If you (pl.) will not stand firm in faith (ta'aminu),
you (pl.) will not stand firm (te'amenu, Isa 7:9).

The prophet subtly alerts the king with an important word play on Yahweh’s original promise to David and his “house,” that is, his dynasty:

“Your house and your kingdom will stand firm (ne'man) before me forever;
your throne will be established forever” (2 Sam 7:16).

While not made explicit in the original promise, Isaiah clearly sees that the stability of the Davidic dynasty remains contingent on their faith in and faithfulness to Yahweh. To assure him further, Yahweh offers Ahaz “a sign.” The king responds with a seemingly pious answer, but Yahweh perceives his feigned piety (Isa 7:11–12).

2 Kings 16:5–9 informs us that Ahaz’s response to the Aram-Israel invasion was to appeal directly to Tiglath-pileser king of Assyria for rescue by offering to become “your servant,” that is, a vassal to the Assyrian empire. In addition, he sent “a gift/bribe” consisting of silver and gold from the temple and the palace. Tiglath-pileser obliged (2 Kgs 15:29).

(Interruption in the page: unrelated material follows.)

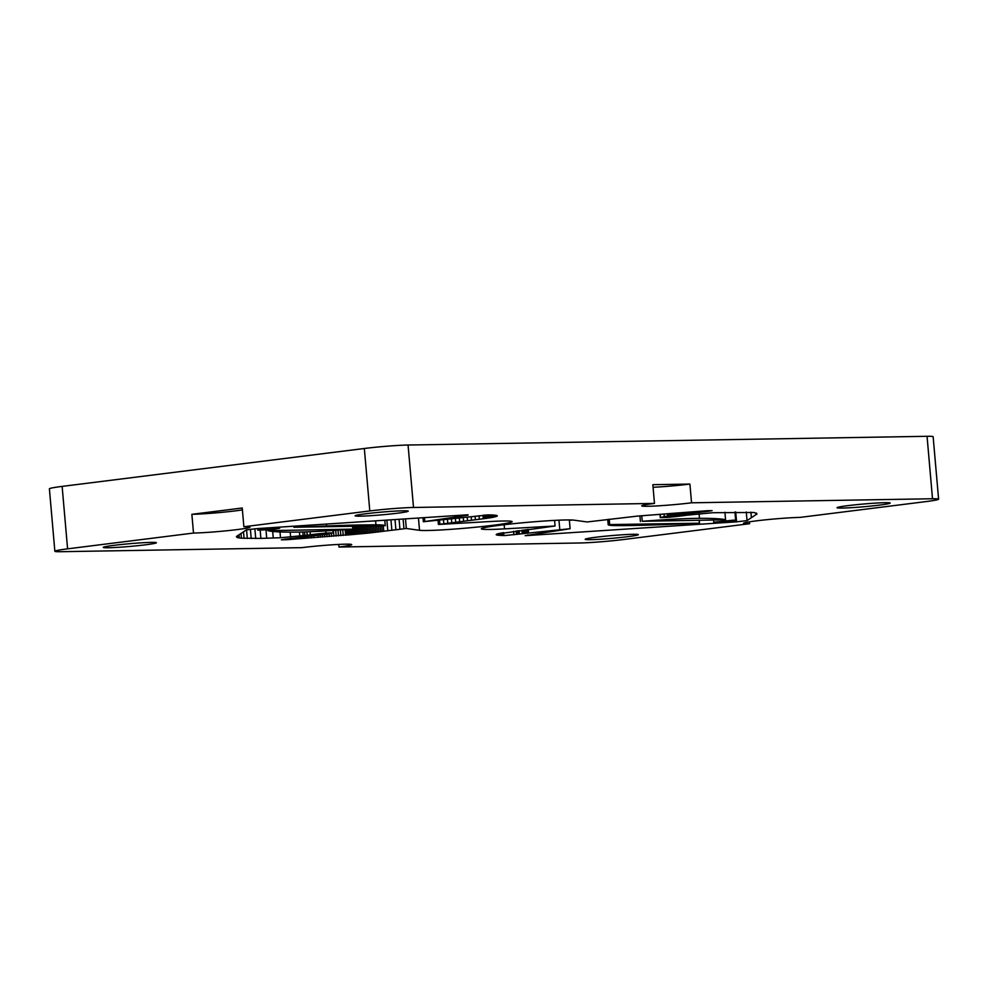 <?xml version="1.0" encoding="UTF-8"?>
<svg xmlns="http://www.w3.org/2000/svg" width="988" height="988" viewBox="0 0 988 988"><rect width="100%" height="100%" fill="white"/><g stroke="black" fill="none" stroke-linecap="round" stroke-linejoin="round"><path stroke-width="1.48" d="M367.24 526.147L367.845 533.149L406.327 528.494L405.475 518.848M368.796 526.122L369.401 532.977M287.224 538.917L287.298 539.67L288.582 539.584L367.845 533.149M287.619 538.868L287.693 539.646M279.999 531.927L280.506 537.744L307.219 535.2L306.922 531.828L307.219 535.2A12.14 0.63 -5 0 1 310.356 534.743A33.691 1.729 -5 0 1 326.028 533.038L332.944 532.841A219.842 11.313 -5 0 1 329.177 533.804A12.14 0.63 -5 0 1 325.904 534.347L285.112 539.152L281.37 539.819L287.298 539.67M260.177 530.309L260.881 538.411L280.506 537.744M266.007 530L266.723 538.25M497.26 515.724L490.209 514.909L490.48 517.737L497.273 515.934M496.927 515.538L496.976 516.168M495.865 515.291L495.976 516.563M495.359 515.217L495.482 516.712M493.765 515.069L493.951 517.095M493.432 515.057L493.617 517.169M490.209 514.909L488.875 514.884L489.134 517.947L490.48 517.737M489.332 514.884L489.591 517.885M485.479 515.057L485.775 518.441L489.134 517.947M486.948 514.958L487.232 518.231M485.973 515.02L486.269 518.367M293.992 532.124A86.722 4.458 175 0 0 351.209 529.16L267.909 530.655A184.101 9.472 175 0 0 293.992 532.124M277.566 528.098L257.806 530.161L272.194 529.445L279.703 528.247L277.566 528.098M383.27 525.875L383.752 531.297M381.64 525.912L382.121 531.495M365.684 526.172L366.313 533.31M240.986 533.421L241.405 538.201L260.881 538.411M243.493 531.779L244.061 538.374M468.028 514.773L256.892 528.617L246.432 529.852L236.428 536.533L237.812 537.694L241.405 538.201M488.875 514.884L423.358 521.738L468.065 515.217M487.924 514.909L488.208 518.095M487.442 514.933L487.726 518.157M438.067 520.577L438.413 524.467L485.775 518.441M370.377 526.098L370.957 532.804M298.092 537.67L298.191 538.843M293.584 538.188L293.671 539.189M493.074 515.032L493.271 517.23M492.716 515.007L492.913 517.304M491.11 514.933L491.345 517.601M490.678 514.921L490.913 517.663M438.413 524.467L488.924 521.59A47.078 2.421 -5 0 1 512.13 521.652A47.078 2.421 -5 0 1 493.024 525.295A47.078 2.421 -5 0 1 419.53 530.297L406.327 528.494M331.326 533.261L331.598 536.361M302.785 531.964L303.131 535.928M272.688 531.458L273.268 538.028M494.099 515.094L494.272 517.02M492.333 514.983L492.543 517.379M491.938 514.97L492.148 517.453M489.789 514.896L490.048 517.811M378.367 525.962L378.886 531.89M376.749 525.986L377.28 532.075M352.321 529.049L352.815 534.656M350.864 529.185L351.358 534.78M326.583 525.974A5055.929 260.252 175 0 0 295.029 527.234L385.271 525.715A66.986 3.446 175 0 0 375.946 524.838A271.478 13.98 175 0 0 361.139 524.961A271.478 13.98 175 0 0 326.583 525.974L326.423 524.048M349.419 529.296L349.913 534.916M289.015 538.707L289.089 539.534M288.521 538.769L288.582 539.584M246.568 529.803L247.321 538.472M236.737 536.262L236.824 537.361M494.766 515.156L494.914 516.86M488.393 514.896L488.677 518.021M371.957 526.073L372.525 532.631M335.685 530.284L336.179 536.015M254.867 528.765L255.719 538.497M250.384 529.197L251.199 538.509M496.655 515.452L496.729 516.292M496.297 515.366L496.384 516.428M288.051 538.818L288.113 539.609M239.034 534.693L239.318 537.978M237.626 535.62L237.812 537.694M424.457 517.601L424.791 521.405M482.959 515.267L483.256 518.762M347.974 529.407L348.468 535.039M346.541 529.519L347.035 535.15M484.972 515.094L485.269 518.502M484.466 515.131L484.762 518.564M380.01 525.937L380.504 531.692M375.144 526.011L375.687 532.273M373.538 526.048L374.106 532.446M338.007 530.124L338.514 535.829M364.14 526.196L364.782 533.483M359.558 526.271L360.225 533.94M358.051 526.295L358.73 534.088M356.545 526.32L357.236 534.236M362.608 526.221L363.251 533.644M361.077 526.246L361.744 533.792M342.725 529.79L343.219 535.459M340.354 529.963L340.848 535.644M483.972 515.18L484.268 518.638M355.062 526.345L355.766 534.385M353.568 526.369L354.284 534.52M345.121 529.617L345.615 535.274M491.53 514.946L491.752 517.527M385.271 525.715L384.789 520.207L385.271 525.715M62.133 486.392L67.592 548.846A31.394 1.618 175 0 0 54.859 551.267L49.4 488.813A31.394 1.618 -5 0 1 62.133 486.392L364.337 448.49A31.394 1.618 -5 0 1 408.056 445.02L927.053 436.301A31.394 1.618 -5 0 1 933.141 436.733L938.6 499.187A31.394 1.618 175 0 1 925.867 501.608L799.947 517.403A31.394 1.618 -5 0 0 756.228 520.874A31.394 1.618 -5 0 0 743.495 523.294A31.394 1.618 -5 0 0 749.583 523.714L623.663 539.51A31.394 1.618 175 0 1 579.944 542.98L338.983 547.031L338.761 544.425M938.6 499.187A31.394 1.618 175 0 0 932.511 498.755L927.053 436.301M408.056 445.02L413.515 507.474L654.476 503.423A31.394 1.618 175 0 0 641.743 505.856A31.394 1.618 175 0 0 658.971 505.794A31.394 1.618 175 0 0 691.551 502.806L932.511 498.755M413.515 507.474A31.394 1.618 175 0 0 369.796 510.944L364.337 448.49M67.592 548.846L193.512 533.051A31.394 1.618 175 0 0 228.524 530.581A31.394 1.618 175 0 0 249.964 527.16A31.394 1.618 175 0 0 243.875 526.74L369.796 510.944M54.859 551.267A31.394 1.618 175 0 0 60.947 551.699L301.908 547.648A31.394 1.618 -5 0 1 334.5 544.66A31.394 1.618 -5 0 1 351.716 544.598A31.394 1.618 -5 0 1 338.983 547.031M879.369 505.127A26.676 1.371 -5 0 1 851.668 507.659A26.676 1.371 -5 0 1 837.034 507.709A26.676 1.371 -5 0 1 847.852 505.658A26.676 1.371 -5 0 1 875.553 503.114A26.676 1.371 -5 0 1 890.188 503.065A26.676 1.371 -5 0 1 879.369 505.127M397.435 513.217A26.676 1.371 -5 0 1 369.747 515.748A26.676 1.371 -5 0 1 355.112 515.798A26.676 1.371 -5 0 1 365.931 513.748A26.676 1.371 -5 0 1 393.632 511.204A26.676 1.371 -5 0 1 408.266 511.154A26.676 1.371 -5 0 1 397.435 513.217M627.528 536.706A26.676 1.371 -5 0 1 599.84 539.25A26.676 1.371 -5 0 1 585.205 539.3A26.676 1.371 -5 0 1 596.023 537.237A26.676 1.371 -5 0 1 623.712 534.706A26.676 1.371 -5 0 1 638.359 534.656A26.676 1.371 -5 0 1 627.528 536.706M145.607 544.796A26.676 1.371 -5 0 1 117.918 547.34A26.676 1.371 -5 0 1 103.271 547.389A26.676 1.371 -5 0 1 114.102 545.327A26.676 1.371 -5 0 1 141.79 542.795A26.676 1.371 -5 0 1 156.425 542.745A26.676 1.371 -5 0 1 145.607 544.796M555.058 525.999L497.075 534.026L496.161 534.631L497.112 535.076L504.596 535.57L570.113 528.716L525.159 535.681L736.579 521.837L747.027 520.602L757.03 513.921L754.14 512.476L712.953 512.71L686.24 515.254A12.14 0.63 -5 0 1 683.103 515.711A33.691 1.729 -5 0 1 667.431 517.428L660.515 517.613A219.842 11.313 -5 0 1 664.294 516.65A12.14 0.63 -5 0 1 667.567 516.106L708.347 511.302L712.089 510.635L707.149 510.722L637.705 516.069L587.144 521.96L573.929 520.157A47.078 2.421 175 0 0 500.434 525.171A47.078 2.421 175 0 0 481.341 528.802A47.078 2.421 175 0 0 504.535 528.864L555.058 525.999L554.564 520.392M497.421 533.915L497.532 535.15M497.026 534.051L497.112 535.076M500.397 533.174L500.595 535.434M499.669 533.335L499.854 535.397M705.222 510.845L705.296 511.648M496.705 534.175L496.779 535.002M496.47 534.298L496.519 534.916M501.212 533.026L501.422 535.484M519.083 530.556L519.392 534.125M525.493 529.741L525.801 533.298M558.961 520.182L559.764 529.37M673.495 513.229L673.68 515.304M672.285 513.315L672.47 515.464M692.39 511.821L692.502 513.118M193.512 533.051L191.87 514.316A31.394 1.618 175 0 0 242.406 509.894M243.875 526.74L242.245 508.005L191.87 514.316M502.077 532.865L502.312 535.521M669.95 513.488L670.148 515.761M668.839 513.575L669.049 515.909M749.423 521.825L749.583 523.714M677.336 512.945L677.496 514.834M676.014 513.031L676.187 514.995M688.08 512.142L688.204 513.599M526.888 529.568L527.197 533.112M497.866 533.779L498.001 535.224M528.247 529.395L528.555 532.94M503.016 532.717L503.263 535.558M756.376 513.007L756.499 514.415M693.465 511.747L693.576 512.994M678.682 512.834L678.842 514.674M681.485 512.636L681.634 514.353M680.065 512.735L680.226 514.513M682.93 512.525L683.079 514.18M572.731 520.046L569.372 520.268M499.002 533.483L499.162 535.335M498.409 533.631L498.545 535.286M684.4 512.414L684.548 514.019M653.068 487.294A31.394 1.618 175 0 0 689.908 484.071L691.551 502.806M654.476 503.423L652.846 484.688L689.908 484.071M671.087 513.402L671.284 515.613M674.742 513.13L674.915 515.156M521.948 530.198L522.269 533.755M725.55 519.799A184.101 9.472 175 0 0 699.467 518.33A86.722 4.458 175 0 0 642.262 521.294L725.575 519.812L724.896 512.266L725.575 519.812M609.695 524.579L608.188 524.739A66.986 3.446 175 0 0 617.512 525.616A271.478 13.98 175 0 0 632.32 525.493A271.478 13.98 175 0 0 666.875 524.48A5055.929 260.252 175 0 0 698.43 523.22L609.695 524.579L609.226 519.219M733.528 520.145L713.768 522.207L728.144 521.491L735.652 520.293L733.528 520.145M486.466 514.995L486.751 518.305M320.186 535.101L320.371 537.2M317.988 535.373L318.161 537.361M463.273 517.7L463.594 521.269M459.334 518.157L459.655 521.775M451.43 519.058L451.751 522.776M447.465 519.515L447.799 523.269M443.501 519.96L443.834 523.776M439.536 520.417L439.882 524.282M295.844 537.929L295.943 539.016M418.455 517.996L419.53 530.297M399.066 519.268L399.942 529.284M395.002 519.54L395.904 529.79M333.376 530.433L333.882 536.188M329.09 533.816L329.325 536.533M313.567 535.904L313.727 537.694M299.45 532.05L299.833 536.422M386.876 520.071L387.815 530.791M322.409 534.817L322.607 537.04M304.761 536.916L304.884 538.349M302.538 537.163L302.661 538.509M294.93 526.11L295.029 527.234M286.261 539.028L286.322 539.732M290.2 532.124L290.657 537.274M293.992 526.172L294.091 527.32M306.972 536.657L307.107 538.176M479.019 515.699L479.328 519.268M475.092 516.205L475.401 519.762M390.952 519.799L391.866 530.297M304.551 531.914L304.872 535.62M483.453 515.217L483.762 518.7M326.855 534.212L327.077 536.706M291.312 538.448L291.386 539.362M471.165 516.699L471.474 520.268M375.601 520.812L375.946 524.838M352.531 526.394L352.753 528.901M324.62 534.52L324.83 536.867M311.381 536.163L311.529 537.855M300.327 537.41L300.438 538.682M403.104 519.009L403.969 528.79M325.842 530.902L326.028 533.038M310.096 531.705L310.356 534.743M267.847 529.852L267.909 530.63M271.502 529.519L271.564 530.26M467.225 517.218L467.534 520.775M455.382 518.601L455.703 522.269M664.06 513.933L664.294 516.65M660.219 514.217L660.515 517.613M706.284 510.784L706.346 511.525M707.334 510.71L707.396 511.414M517.626 530.741L517.934 534.31M524.789 529.827L525.11 533.397M527.876 534.891L527.938 535.558M504.176 524.714L504.535 528.864M503.645 532.606L503.905 535.57M691.316 511.908L691.427 513.229M708.285 510.648L708.347 511.302M689.167 512.068L689.291 513.476M523.368 530.013L523.689 533.569M527.567 529.482L527.876 533.026M735.714 511.994L736.579 521.837M746.273 511.982L747.027 520.602M690.229 511.982L690.353 513.352M750.917 512.179L751.411 517.737M696.688 511.5L696.787 512.624M513.612 531.26L513.921 534.817M516.181 530.927L516.489 534.496M687.006 512.229L687.129 513.723M685.919 512.303L686.055 513.846M667.357 513.686L667.567 516.106M703.098 511.018L703.184 511.895M700.961 511.179L701.048 512.142M702.036 511.092L702.11 512.019M699.047 513.427L699.467 518.33M607.719 519.404L608.188 524.739L607.719 519.404M641.768 515.699L642.262 521.294M699.146 520.577L699.368 523.097M257.67 528.568L257.806 530.161M332.981 530.457L333.178 532.73M293.868 526.184L293.967 527.357M423 517.7L423.358 521.738M352.839 526.382L353.062 528.926M267.822 529.852L267.896 530.642M279.604 527.123L279.703 528.247M569.347 519.935L570.113 528.716M659.984 514.242L660.293 517.724M713.608 520.33L713.768 522.207M639.915 515.872L640.409 521.528M699.269 520.577L699.492 523.097M734.936 512.006L735.652 520.293"/></g></svg>

In Isaiah’s memoirs Yahweh warns the prophet,

“Do not call conspiracy all that this people calls conspiracy, and do not fear what they fear and do not be in dread. Yahweh of hosts—him you shall regard as holy, and he will be your fear and he will be your dread” (Isa 7:12–13).

Perhaps counterintuitive to our culture, freedom from fear is possible only by fearing Yahweh. Fearing God means fearing nothing else. In this passage we perceive the effect of Isaiah’s vision of Yahweh as “holy.” Seeing Yahweh as “enthroned, exalted, and lifted up” (Isa 6:1) puts the Aram-Israel conspiracy of invasion—and all powers political and military—in true perspective. While the vision was Isaiah’s, its articulation in his memoirs is intended to make this vision of Yahweh above all powers accessible to all who read it. Hence they conclude:

Bind up the testimony, seal the teaching among my disciples. I will wait for the Lord, who is hiding his face from the house of Jacob, and I will hope in him. See, I and the children whom the Lord has given me are signs and portents in Israel from the Lord of hosts, who dwells on Mount Zion (Isa 8:16–18, NRSV).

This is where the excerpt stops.